Crafts, Thoughts

My grandmother’s socks

January 28, 2018

I recently found a single gray sock that my grandmother must have knit several years or even decades ago in my apartment. I inspected it very thoroughly, trying to figure out which techniques she had used. The sock was knit with thicker yarn (I would guess sport weight) and at a looser gauge than I usually do. I also didn’t recognize the type of heel flap and gusset construction. When I started knitting socks, my grandmother told me the story that when she was young, she was the family member responsible for knitting all socks. She would not only knit the socks, but also process, spin and dye the wool. As a child growing up on a farm in the Austrian countryside in the inter-war period and during World War II, she didn’t have many clothes and the ones she had were hand-made by one of her family members. I was very impressed by her story, especially that she was in charge of the whole process from sheep to finished sock, and asked her if she could write down her sock recipe for me. I asked her a few times and she always said she would do it as soon as she got a chance. However, I never actually got anything from her and thought it was probably because she couldn’t remember how she’d knit her socks. After all, she is turning 92 this year and had to stop knitting several years ago due to pain in her fingers.

Once I mentioned to my mother that I thought it was very unfortunate that my grandmother didn’t remember her sock recipe. My mother laughed and told me that my grandmother probably didn’t know how to write down instructions because back then, they simply knit socks without a “recipe.” Of course I knew that there weren’t any knitting patterns as we know them today when my grandmother was growing up, but I didn’t consider the possibility that knitting techniques and instructions were only passed down orally and items were “just knit”. Being someone who would be lost without patterns (especially when making garments), I am deeply impressed by people who just know how to knit specific items or modify them. But I guess it was normal back then. It is not like they had any other options.

Even though my grandmother taught me how to knit when I was in primary school, I didn’t start knitting regularly or obsessively until about twenty years later. I remember learning and enjoying all kinds of crafts when I was a child — knitting, chrochet, drawing, beading, making friendship bracelets, sewing a little bit, and the list goes on — but none of them “stuck”. I even opted for the woodworking class in high school instead of textile arts because I decided to be a bit of a feminist rebel. I wanted to be one of the few girls doing “boys’ stuff.” Today, I believe I can be a feminist and still knit and sew my own clothes. For me, it is even a big part of being a modern woman making my own clothes and thinking very carefully about my clothing choices in terms of human and environmental impact. Plus how many people still have the skills to make their own clothes? That is a very impressive skill to have.

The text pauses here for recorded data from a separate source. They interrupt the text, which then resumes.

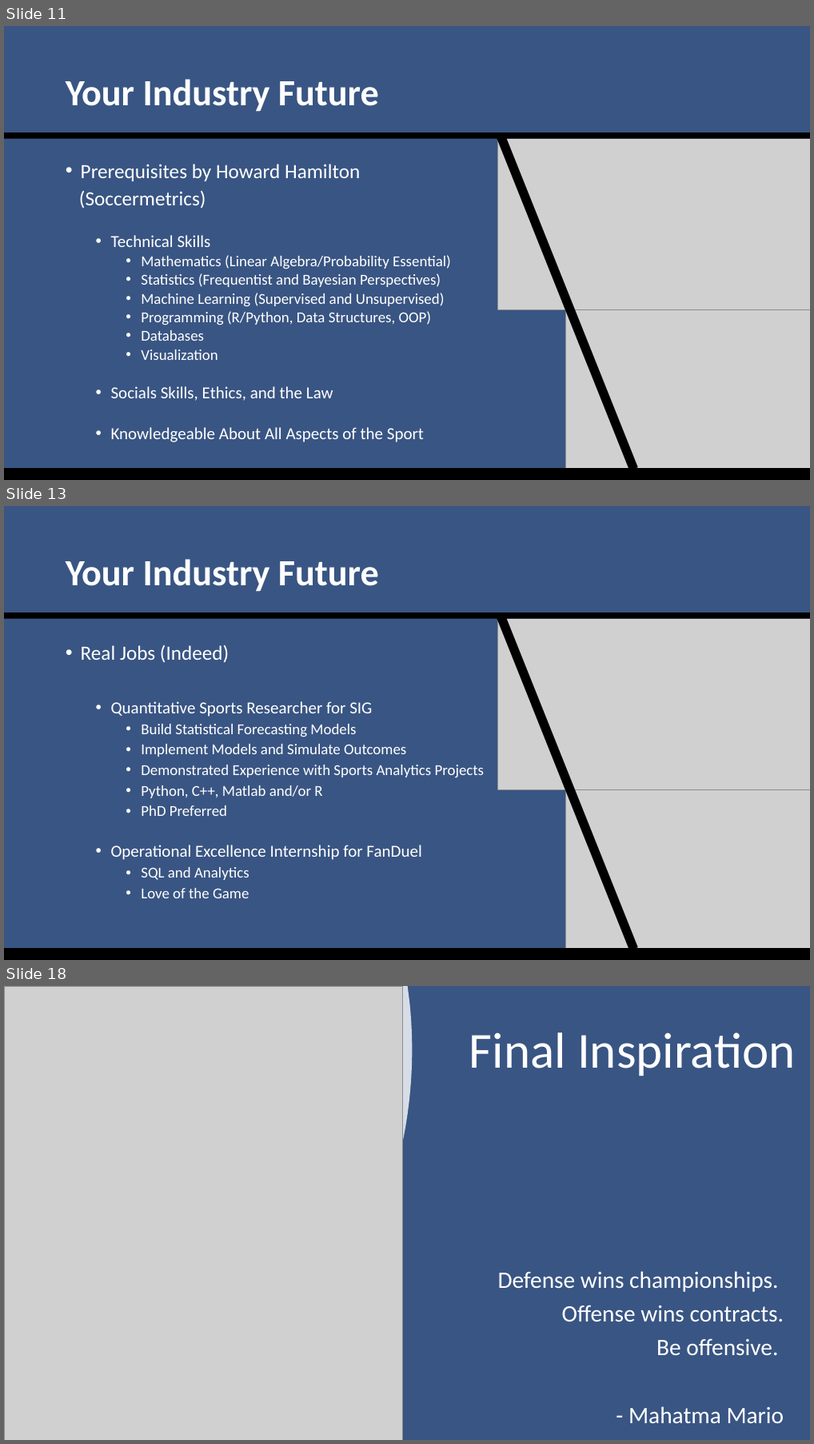
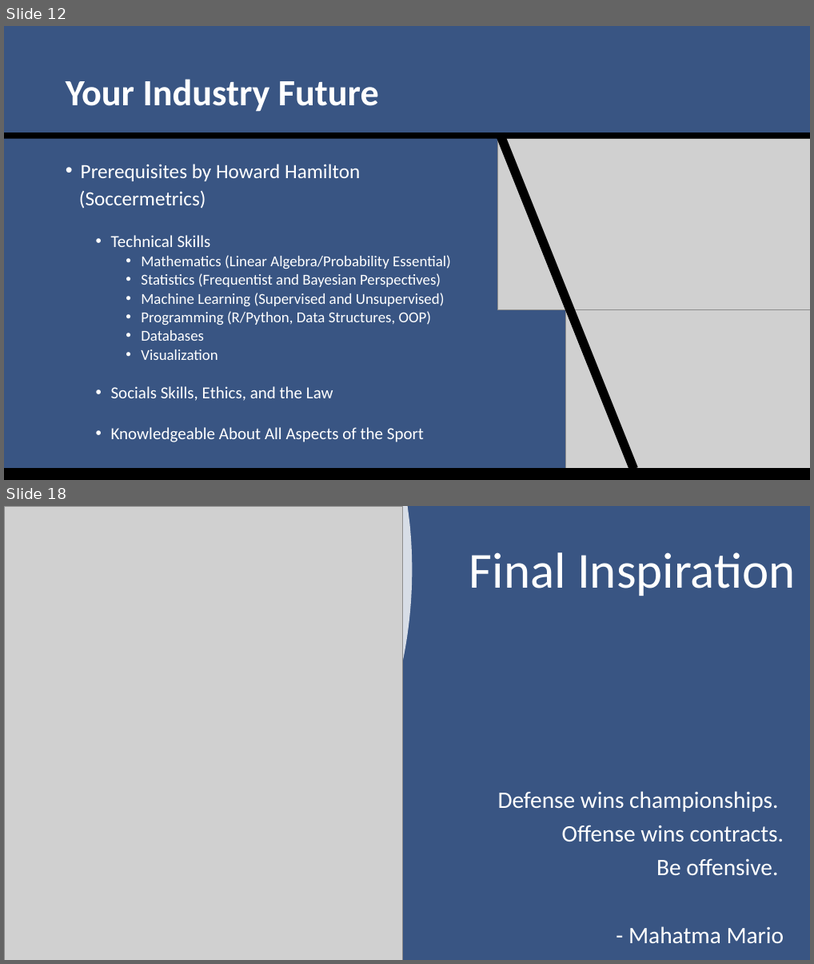
Before and after one commit to SuperMarioGiacomazzo/STOR538_WEBSITE, a slide deck: Slides/Sports Analytics 3/Sports_Analytics_3_Lecture.pptx. Shown one above the other, each under a label of ours: slides 11, 13 and 18 before the commit, slides 12 and 18 after it; the slides between them are not shown. The pictures are 814x1444 and 814x964 pixels, drawn with LibreOffice and Linux fonts; fonts in the diff are those of the drawing; grey boxes stand for pictures. Boxes give left, top, right and bottom in pixels: in the first picture for what was removed or moved away, otherwise in the second. Text is boxed around its words. In the diff, an @@ line names an element or a change of style, - is before the commit and + after.

```diff
--- a/Slides/Sports Analytics 3/Sports_Analytics_3_Lecture.pptx
+++ b/Slides/Sports Analytics 3/Sports_Analytics_3_Lecture.pptx
@@ slide 13 removed at <box>4,506,810,960</box>, background #395583 @@
@@ title removed at <box>66,559,379,592</box> @@
-Your Industry Future
@@ rectangle removed at <box>4,612,810,619</box> @@
@@ rectangle removed at <box>496,612,638,951</box> @@
@@ picture removed at <box>498,619,810,790</box> @@
@@ text removed at <box>81,645,485,898</box> @@
-• Real Jobs (Indeed)
-  • Quantitative Sports Researcher for SIG
-    • Build Statistical Forecasting Models
-    • Implement Models and Simulate Outcomes
-    • Demonstrated Experience with Sports Analytics Projects
-    • Python, C++, Matlab and/or R
-    • PhD Preferred
-  • Operational Excellence Internship for FanDuel
-    • SQL and Analytics
-    • Love of the Game
@@ picture removed at <box>566,789,810,960</box> @@
@@ rectangle removed at <box>4,948,810,960</box> @@
@@ what was slide 11 is now slide 12 @@
```
Also in this commit, not shown: 6 slides changed, 2 slides added, 1 other slide removed, 4 other files.

Anyway, my grandmother and I feel extremely connected, not just because she helped raise me, but also because I am very interested in exploring my roots and family history, of which fiber arts and crafts are such a central part. Whenever I spin on my wheel, I think about my grandmother spinning undyed wool from their sheep that she would later dye naturally and knit up into socks and garments. Whenever I knit socks, I imagine my grandmother sitting in their tiny farmhouse working away on socks for the whole family. I also remember my favorite childhood sweaters that were all knit by my grandmother and regularly had to be “extended” because I didn’t want to stop wearing them when I’d actually already grown out of them. They all eneded up being very colorful and had many stripes added to the body and sleeves.

I really wish some of the fiber preperation tools had survived the decades since they were used by my grandmother and my great-grandparents. Like many other things, they were simply thrown or given away because they weren’t needed any more. My mother often told me that when she was a child, she stood out in school because she wore so many beautiful clothes that my grandmother had made for her. However, slowly more and more people, primarily women, didn’t feel the need to make their own clothes any more because it was cheaper to buy off the rack or they simply didn’t have time to knit and sew because they were working long hours in order to support their family and make a livelihood. The situation hasn’t changed very much. I have been asked several times by strangers why I don’t sell knitted socks. My answer is always the same: would you pay around 30$ for indy-dyed sock yarn plus my labor?

Even though you cannot make (a lot of) money selling knitted socks, I am still very happy that many people believe it is worth it knitting beautiful socks, and other items for that matter. It is worth it because it is not all about the product — of course, sometimes it is — but knitters all enjoy the process (most days at least). If you never do, why are you knitting?